## PROVIDED RECORDS:

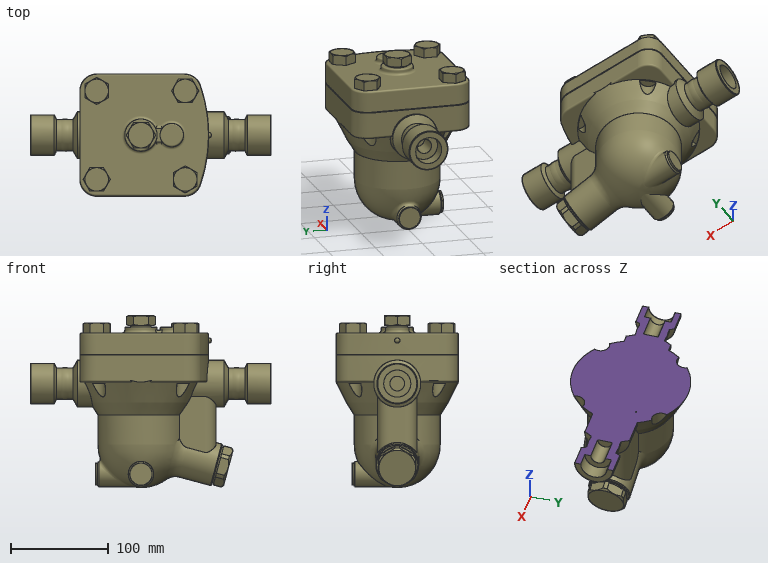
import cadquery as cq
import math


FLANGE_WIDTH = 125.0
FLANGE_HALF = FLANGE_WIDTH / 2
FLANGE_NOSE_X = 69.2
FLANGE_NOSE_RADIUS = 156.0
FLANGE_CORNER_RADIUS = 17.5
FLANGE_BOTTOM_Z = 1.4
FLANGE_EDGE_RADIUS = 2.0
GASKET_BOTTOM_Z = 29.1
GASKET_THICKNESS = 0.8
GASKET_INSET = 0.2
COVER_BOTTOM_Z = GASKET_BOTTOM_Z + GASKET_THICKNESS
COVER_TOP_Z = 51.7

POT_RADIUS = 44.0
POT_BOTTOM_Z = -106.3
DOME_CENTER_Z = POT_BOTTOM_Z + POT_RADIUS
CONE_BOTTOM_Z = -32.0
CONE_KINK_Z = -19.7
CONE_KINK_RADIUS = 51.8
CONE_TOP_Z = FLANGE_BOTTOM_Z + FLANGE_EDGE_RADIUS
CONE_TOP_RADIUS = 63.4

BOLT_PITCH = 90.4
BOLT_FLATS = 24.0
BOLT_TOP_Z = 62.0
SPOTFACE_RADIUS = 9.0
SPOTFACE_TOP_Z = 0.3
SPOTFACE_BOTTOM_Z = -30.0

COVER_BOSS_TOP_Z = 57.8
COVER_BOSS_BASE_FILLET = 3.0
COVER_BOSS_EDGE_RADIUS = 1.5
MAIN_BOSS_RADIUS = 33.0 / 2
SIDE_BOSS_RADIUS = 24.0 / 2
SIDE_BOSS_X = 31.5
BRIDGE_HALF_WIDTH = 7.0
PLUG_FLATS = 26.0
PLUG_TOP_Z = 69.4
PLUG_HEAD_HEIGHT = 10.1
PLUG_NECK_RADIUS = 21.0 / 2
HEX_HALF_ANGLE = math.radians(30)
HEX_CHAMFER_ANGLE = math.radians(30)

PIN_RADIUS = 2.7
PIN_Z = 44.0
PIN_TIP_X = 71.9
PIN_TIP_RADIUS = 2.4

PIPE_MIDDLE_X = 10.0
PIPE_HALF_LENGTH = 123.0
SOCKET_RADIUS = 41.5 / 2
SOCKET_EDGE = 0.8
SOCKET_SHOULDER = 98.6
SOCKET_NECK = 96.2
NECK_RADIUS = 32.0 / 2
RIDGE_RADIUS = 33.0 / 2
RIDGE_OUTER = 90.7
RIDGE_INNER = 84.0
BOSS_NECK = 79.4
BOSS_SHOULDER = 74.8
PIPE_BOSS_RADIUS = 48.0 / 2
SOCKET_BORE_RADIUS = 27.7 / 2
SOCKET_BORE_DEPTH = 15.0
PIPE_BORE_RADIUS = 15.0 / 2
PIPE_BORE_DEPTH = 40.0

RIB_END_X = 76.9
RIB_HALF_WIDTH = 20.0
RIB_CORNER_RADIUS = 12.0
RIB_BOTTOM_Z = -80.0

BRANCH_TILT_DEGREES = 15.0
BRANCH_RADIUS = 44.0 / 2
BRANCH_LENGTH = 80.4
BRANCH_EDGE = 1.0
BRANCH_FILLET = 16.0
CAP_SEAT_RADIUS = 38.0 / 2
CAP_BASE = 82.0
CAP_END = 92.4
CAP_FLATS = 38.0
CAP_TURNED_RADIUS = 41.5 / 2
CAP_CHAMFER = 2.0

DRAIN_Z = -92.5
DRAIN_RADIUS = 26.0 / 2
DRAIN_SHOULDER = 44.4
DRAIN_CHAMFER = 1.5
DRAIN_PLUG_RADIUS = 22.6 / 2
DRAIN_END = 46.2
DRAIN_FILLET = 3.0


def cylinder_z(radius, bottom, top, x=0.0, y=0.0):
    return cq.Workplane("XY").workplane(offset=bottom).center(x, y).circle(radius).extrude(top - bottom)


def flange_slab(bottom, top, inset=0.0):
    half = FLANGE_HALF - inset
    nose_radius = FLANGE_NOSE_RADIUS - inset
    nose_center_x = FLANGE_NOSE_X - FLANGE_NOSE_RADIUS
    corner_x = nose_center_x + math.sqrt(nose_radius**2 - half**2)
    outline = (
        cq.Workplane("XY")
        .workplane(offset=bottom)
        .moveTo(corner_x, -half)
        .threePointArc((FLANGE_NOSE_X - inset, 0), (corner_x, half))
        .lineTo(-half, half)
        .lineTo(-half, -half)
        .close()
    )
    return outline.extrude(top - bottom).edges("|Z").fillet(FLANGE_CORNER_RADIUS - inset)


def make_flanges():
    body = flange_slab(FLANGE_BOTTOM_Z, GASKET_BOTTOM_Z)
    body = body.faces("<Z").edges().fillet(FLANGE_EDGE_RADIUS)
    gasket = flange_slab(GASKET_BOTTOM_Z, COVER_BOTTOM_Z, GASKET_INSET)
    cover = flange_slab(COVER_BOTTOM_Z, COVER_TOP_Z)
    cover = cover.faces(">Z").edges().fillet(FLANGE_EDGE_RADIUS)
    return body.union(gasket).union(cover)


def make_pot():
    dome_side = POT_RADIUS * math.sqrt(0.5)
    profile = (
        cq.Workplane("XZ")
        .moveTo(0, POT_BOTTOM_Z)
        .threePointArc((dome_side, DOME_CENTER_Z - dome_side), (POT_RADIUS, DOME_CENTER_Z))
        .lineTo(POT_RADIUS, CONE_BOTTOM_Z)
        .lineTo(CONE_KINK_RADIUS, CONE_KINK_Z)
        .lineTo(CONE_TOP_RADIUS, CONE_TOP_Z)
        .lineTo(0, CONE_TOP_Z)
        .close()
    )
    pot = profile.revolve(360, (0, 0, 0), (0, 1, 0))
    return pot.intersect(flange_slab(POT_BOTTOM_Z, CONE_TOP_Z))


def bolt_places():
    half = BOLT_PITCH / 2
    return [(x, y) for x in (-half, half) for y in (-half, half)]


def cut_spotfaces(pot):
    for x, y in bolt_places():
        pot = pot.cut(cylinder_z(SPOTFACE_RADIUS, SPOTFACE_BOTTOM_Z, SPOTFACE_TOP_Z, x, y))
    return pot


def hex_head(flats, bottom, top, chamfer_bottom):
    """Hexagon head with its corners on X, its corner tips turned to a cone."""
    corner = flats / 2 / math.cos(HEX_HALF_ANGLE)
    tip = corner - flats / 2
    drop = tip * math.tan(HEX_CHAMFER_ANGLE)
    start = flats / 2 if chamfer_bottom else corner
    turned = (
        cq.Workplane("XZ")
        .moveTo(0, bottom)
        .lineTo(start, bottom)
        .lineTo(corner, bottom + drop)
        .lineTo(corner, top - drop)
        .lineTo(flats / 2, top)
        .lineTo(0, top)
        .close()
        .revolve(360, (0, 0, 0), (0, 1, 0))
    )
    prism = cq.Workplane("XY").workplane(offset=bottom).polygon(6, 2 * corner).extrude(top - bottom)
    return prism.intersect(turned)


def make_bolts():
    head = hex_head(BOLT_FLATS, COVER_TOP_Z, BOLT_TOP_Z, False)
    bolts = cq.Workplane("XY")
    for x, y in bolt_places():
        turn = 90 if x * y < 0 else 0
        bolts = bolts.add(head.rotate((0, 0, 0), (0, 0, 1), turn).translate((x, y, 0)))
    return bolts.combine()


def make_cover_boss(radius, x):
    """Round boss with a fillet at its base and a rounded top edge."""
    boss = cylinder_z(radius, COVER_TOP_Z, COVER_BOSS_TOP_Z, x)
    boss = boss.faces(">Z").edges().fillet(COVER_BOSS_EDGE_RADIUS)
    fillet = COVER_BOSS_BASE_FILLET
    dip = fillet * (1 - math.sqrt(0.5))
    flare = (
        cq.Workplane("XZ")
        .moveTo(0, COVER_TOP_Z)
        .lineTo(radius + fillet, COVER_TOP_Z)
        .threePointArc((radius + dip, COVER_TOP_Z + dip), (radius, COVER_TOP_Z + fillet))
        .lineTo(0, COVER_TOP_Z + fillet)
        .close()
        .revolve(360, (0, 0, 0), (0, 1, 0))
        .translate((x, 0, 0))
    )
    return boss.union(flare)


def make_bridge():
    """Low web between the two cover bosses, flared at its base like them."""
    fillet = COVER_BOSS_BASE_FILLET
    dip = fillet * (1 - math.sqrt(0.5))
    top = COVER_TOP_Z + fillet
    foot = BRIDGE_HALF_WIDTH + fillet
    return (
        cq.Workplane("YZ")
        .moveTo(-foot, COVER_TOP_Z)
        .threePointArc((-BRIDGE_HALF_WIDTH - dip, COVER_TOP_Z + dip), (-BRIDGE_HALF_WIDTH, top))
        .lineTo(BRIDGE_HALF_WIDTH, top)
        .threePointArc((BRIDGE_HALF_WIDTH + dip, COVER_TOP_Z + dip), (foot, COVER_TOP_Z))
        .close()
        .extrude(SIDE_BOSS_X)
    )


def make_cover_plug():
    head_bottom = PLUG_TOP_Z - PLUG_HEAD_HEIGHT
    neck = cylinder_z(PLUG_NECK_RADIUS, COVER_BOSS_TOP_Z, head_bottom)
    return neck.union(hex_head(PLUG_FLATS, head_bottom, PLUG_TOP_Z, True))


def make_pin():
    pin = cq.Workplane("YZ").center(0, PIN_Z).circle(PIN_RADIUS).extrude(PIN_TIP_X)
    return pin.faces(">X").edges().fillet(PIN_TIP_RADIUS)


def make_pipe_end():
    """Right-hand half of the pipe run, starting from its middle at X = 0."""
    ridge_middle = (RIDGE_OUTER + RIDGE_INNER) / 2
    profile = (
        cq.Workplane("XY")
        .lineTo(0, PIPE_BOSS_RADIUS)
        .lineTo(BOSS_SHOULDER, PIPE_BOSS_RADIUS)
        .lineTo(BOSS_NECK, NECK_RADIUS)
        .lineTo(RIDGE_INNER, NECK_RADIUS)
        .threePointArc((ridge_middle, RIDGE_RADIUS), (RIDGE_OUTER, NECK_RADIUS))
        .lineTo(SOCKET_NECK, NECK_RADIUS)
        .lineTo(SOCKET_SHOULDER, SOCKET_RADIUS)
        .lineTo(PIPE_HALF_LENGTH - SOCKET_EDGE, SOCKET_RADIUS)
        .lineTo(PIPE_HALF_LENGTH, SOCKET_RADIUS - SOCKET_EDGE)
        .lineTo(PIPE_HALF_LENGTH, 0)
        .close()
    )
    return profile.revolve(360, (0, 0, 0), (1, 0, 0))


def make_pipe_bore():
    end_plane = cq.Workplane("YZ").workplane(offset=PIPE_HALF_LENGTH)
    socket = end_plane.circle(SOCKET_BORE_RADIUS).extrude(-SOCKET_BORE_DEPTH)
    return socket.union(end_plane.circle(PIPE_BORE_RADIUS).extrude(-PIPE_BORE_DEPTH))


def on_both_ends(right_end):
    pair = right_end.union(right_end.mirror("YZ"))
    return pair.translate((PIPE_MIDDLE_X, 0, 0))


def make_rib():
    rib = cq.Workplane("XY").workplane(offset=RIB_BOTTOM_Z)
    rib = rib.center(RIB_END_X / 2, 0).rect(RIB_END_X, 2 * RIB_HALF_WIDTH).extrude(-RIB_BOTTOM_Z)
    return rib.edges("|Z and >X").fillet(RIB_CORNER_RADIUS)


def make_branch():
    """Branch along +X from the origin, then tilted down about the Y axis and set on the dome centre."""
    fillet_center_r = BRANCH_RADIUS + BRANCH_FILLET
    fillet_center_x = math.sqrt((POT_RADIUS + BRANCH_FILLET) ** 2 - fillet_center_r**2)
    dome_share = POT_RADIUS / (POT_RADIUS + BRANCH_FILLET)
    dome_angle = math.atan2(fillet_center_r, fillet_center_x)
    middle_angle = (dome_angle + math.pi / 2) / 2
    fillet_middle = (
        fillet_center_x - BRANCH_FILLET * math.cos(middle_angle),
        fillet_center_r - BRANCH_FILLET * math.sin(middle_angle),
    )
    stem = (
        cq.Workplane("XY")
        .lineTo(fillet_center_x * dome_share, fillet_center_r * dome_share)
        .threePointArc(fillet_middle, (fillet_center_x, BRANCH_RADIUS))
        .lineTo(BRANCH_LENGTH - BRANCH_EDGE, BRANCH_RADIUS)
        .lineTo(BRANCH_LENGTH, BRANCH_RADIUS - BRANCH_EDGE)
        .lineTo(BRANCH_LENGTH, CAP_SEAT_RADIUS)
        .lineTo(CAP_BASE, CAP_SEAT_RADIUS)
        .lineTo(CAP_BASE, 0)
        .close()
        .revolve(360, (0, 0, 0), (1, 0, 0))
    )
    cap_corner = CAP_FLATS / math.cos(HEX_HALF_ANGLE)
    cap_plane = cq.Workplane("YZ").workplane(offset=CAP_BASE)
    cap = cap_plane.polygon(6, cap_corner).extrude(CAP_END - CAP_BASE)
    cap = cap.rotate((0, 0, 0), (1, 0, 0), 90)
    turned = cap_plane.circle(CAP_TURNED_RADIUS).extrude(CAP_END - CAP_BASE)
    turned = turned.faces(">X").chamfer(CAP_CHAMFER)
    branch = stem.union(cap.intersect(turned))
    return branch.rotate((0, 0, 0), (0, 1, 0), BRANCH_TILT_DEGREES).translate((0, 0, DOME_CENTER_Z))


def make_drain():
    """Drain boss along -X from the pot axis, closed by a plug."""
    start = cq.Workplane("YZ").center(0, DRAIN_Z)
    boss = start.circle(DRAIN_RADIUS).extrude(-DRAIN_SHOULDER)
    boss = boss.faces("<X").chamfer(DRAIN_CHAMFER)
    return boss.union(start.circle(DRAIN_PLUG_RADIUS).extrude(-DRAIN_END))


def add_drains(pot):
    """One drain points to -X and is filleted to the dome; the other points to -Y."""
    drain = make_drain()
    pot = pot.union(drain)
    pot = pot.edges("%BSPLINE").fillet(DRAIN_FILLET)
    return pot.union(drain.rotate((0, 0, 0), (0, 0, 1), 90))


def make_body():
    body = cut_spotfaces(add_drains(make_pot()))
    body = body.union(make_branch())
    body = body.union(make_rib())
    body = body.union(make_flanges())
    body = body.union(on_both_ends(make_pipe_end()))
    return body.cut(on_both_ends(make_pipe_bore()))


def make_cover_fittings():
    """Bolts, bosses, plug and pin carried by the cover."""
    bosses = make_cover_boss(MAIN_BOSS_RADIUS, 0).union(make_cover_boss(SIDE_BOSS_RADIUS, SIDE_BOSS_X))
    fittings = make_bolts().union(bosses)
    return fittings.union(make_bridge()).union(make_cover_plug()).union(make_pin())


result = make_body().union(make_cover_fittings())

---

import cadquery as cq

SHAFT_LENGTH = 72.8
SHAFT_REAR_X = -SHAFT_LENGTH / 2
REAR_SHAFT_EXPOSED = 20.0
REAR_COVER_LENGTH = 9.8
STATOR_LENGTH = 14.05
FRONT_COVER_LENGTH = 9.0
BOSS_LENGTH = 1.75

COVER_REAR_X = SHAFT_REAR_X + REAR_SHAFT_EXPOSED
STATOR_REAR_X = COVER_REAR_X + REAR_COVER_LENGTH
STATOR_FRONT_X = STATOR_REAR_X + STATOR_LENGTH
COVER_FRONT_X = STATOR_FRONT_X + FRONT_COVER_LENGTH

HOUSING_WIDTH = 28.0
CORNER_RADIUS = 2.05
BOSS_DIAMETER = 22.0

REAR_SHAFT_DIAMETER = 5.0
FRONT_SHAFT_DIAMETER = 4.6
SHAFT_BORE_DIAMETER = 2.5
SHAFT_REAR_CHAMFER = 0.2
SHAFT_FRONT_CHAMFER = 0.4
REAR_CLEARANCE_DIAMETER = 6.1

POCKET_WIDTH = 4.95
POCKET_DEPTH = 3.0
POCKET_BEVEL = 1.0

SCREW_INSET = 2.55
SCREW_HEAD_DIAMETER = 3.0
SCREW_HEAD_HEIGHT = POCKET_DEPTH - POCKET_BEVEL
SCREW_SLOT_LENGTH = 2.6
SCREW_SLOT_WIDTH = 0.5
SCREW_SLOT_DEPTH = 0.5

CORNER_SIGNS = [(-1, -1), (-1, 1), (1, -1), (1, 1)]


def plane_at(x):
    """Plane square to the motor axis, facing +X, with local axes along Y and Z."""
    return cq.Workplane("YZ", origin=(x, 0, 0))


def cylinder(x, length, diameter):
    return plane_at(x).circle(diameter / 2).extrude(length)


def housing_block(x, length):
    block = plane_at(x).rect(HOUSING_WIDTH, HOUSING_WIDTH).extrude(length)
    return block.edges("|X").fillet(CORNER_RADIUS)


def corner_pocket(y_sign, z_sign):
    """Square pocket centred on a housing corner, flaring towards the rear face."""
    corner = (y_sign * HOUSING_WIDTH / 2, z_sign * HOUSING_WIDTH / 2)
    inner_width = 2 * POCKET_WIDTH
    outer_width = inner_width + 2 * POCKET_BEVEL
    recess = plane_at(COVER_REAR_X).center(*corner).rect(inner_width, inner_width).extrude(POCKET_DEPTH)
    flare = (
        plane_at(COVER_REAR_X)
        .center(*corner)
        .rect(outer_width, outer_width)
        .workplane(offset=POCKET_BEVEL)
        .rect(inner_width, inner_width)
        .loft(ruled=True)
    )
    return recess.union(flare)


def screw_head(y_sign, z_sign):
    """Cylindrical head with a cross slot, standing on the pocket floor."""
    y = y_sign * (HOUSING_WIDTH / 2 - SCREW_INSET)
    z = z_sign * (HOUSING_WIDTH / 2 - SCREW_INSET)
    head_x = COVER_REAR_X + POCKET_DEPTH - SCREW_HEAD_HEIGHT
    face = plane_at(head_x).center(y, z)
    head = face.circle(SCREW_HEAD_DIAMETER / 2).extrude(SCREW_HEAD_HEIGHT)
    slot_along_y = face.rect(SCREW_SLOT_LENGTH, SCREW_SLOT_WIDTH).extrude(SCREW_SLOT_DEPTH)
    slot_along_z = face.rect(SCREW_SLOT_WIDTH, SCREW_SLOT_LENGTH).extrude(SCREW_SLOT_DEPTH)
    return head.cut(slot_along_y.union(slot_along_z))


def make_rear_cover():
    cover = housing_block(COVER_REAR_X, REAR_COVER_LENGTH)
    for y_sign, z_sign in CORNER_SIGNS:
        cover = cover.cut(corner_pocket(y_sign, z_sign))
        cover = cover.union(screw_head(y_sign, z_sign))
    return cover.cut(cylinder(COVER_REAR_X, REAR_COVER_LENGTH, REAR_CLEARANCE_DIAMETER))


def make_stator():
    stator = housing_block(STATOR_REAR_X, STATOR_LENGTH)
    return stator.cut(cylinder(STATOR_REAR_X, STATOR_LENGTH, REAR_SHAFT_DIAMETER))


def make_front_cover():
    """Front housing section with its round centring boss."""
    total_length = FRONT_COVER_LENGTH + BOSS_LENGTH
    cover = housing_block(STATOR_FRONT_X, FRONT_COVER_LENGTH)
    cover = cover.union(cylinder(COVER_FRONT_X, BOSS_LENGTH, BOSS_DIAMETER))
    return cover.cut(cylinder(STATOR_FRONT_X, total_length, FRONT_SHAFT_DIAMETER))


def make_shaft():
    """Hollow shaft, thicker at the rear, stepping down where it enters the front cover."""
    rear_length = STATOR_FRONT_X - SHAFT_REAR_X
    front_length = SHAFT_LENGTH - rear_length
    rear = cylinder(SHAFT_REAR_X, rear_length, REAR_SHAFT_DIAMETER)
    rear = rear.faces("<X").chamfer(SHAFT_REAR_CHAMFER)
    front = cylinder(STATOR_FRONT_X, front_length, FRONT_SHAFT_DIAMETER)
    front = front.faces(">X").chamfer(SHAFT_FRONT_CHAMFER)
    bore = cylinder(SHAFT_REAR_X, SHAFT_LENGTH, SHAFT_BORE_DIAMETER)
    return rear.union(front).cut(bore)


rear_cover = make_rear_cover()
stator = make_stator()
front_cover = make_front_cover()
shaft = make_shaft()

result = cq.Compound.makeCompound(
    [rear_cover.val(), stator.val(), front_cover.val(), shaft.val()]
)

==

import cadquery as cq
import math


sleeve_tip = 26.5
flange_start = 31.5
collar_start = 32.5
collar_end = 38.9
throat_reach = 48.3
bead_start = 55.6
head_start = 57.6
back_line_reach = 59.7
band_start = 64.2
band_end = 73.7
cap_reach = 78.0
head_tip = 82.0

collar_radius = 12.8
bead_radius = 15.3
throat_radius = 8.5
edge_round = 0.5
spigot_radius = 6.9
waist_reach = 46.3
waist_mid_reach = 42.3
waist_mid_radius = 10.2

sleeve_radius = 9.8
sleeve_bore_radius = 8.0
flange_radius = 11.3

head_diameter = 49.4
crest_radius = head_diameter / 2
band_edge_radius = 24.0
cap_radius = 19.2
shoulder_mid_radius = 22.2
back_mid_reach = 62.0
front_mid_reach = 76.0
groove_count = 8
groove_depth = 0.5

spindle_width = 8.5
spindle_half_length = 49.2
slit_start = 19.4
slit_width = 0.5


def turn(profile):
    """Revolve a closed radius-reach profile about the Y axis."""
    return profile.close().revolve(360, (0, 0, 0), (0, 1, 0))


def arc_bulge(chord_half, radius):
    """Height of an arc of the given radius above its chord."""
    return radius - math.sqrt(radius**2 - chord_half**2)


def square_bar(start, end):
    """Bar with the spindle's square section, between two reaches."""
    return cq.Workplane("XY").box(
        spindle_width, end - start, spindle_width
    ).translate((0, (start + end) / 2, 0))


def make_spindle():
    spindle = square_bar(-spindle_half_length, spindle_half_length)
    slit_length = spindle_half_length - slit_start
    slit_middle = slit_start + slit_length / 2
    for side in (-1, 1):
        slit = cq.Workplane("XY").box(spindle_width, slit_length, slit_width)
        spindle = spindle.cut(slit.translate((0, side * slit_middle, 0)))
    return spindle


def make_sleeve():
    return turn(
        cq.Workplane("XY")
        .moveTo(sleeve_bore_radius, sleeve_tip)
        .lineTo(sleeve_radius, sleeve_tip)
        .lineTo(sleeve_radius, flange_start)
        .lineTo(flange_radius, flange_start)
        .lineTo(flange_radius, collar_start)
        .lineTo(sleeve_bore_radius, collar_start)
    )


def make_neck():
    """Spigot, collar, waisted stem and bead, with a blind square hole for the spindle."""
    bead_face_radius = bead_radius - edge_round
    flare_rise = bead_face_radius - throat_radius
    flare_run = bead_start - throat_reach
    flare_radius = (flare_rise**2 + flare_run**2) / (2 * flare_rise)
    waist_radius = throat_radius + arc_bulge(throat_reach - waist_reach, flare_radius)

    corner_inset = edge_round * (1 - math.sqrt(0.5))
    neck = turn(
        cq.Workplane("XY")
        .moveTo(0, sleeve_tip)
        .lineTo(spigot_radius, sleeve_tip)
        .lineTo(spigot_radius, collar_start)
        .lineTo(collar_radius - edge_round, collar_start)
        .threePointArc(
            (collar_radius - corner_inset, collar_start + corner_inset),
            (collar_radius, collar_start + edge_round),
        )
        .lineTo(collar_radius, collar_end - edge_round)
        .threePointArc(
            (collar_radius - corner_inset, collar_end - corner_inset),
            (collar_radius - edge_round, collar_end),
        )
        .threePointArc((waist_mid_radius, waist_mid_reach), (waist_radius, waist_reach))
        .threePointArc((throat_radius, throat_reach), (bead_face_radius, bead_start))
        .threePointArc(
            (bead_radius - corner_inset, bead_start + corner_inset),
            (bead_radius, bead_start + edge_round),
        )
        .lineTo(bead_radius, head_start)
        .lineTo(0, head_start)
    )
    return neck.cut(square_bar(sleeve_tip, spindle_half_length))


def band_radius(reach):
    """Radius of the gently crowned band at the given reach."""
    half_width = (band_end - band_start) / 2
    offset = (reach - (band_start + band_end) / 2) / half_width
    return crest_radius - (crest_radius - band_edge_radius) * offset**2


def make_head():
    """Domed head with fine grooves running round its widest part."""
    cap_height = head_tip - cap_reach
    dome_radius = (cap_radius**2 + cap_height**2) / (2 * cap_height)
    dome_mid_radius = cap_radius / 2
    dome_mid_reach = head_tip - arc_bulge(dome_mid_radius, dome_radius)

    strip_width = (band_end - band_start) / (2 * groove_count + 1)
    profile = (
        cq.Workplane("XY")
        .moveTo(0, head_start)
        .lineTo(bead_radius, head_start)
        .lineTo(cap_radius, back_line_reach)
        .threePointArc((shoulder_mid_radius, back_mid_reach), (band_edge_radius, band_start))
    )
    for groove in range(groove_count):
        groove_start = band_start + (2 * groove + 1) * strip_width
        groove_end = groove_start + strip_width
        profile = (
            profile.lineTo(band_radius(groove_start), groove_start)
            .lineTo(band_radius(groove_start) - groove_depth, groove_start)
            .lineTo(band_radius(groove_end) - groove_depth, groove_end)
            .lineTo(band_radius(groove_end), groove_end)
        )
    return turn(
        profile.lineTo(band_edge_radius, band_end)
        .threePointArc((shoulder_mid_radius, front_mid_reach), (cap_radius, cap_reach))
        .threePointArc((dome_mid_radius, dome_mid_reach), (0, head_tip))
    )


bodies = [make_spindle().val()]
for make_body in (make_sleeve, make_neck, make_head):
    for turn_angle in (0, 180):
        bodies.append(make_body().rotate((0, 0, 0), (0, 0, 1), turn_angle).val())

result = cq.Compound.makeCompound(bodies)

## PROBLEM REQUIREMENTS:
What you give back should be exactly the lines of the data above from the line with "dome_side = POT_RADIUS * math.sqrt(0.5)" through the line with "drop = tip * math.tan(HEX_CHAMFER_ANGLE)", both of those included, and nothing more.

## SOLUTION FOR THIS PROBLEM:
    dome_side = POT_RADIUS * math.sqrt(0.5)
    profile = (
        cq.Workplane("XZ")
        .moveTo(0, POT_BOTTOM_Z)
        .threePointArc((dome_side, DOME_CENTER_Z - dome_side), (POT_RADIUS, DOME_CENTER_Z))
        .lineTo(POT_RADIUS, CONE_BOTTOM_Z)
        .lineTo(CONE_KINK_RADIUS, CONE_KINK_Z)
        .lineTo(CONE_TOP_RADIUS, CONE_TOP_Z)
        .lineTo(0, CONE_TOP_Z)
        .close()
    )
    pot = profile.revolve(360, (0, 0, 0), (0, 1, 0))
    return pot.intersect(flange_slab(POT_BOTTOM_Z, CONE_TOP_Z))


def bolt_places():
    half = BOLT_PITCH / 2
    return [(x, y) for x in (-half, half) for y in (-half, half)]


def cut_spotfaces(pot):
    for x, y in bolt_places():
        pot = pot.cut(cylinder_z(SPOTFACE_RADIUS, SPOTFACE_BOTTOM_Z, SPOTFACE_TOP_Z, x, y))
    return pot


def hex_head(flats, bottom, top, chamfer_bottom):
    """Hexagon head with its corners on X, its corner tips turned to a cone."""
    corner = flats / 2 / math.cos(HEX_HALF_ANGLE)
    tip = corner - flats / 2
    drop = tip * math.tan(HEX_CHAMFER_ANGLE)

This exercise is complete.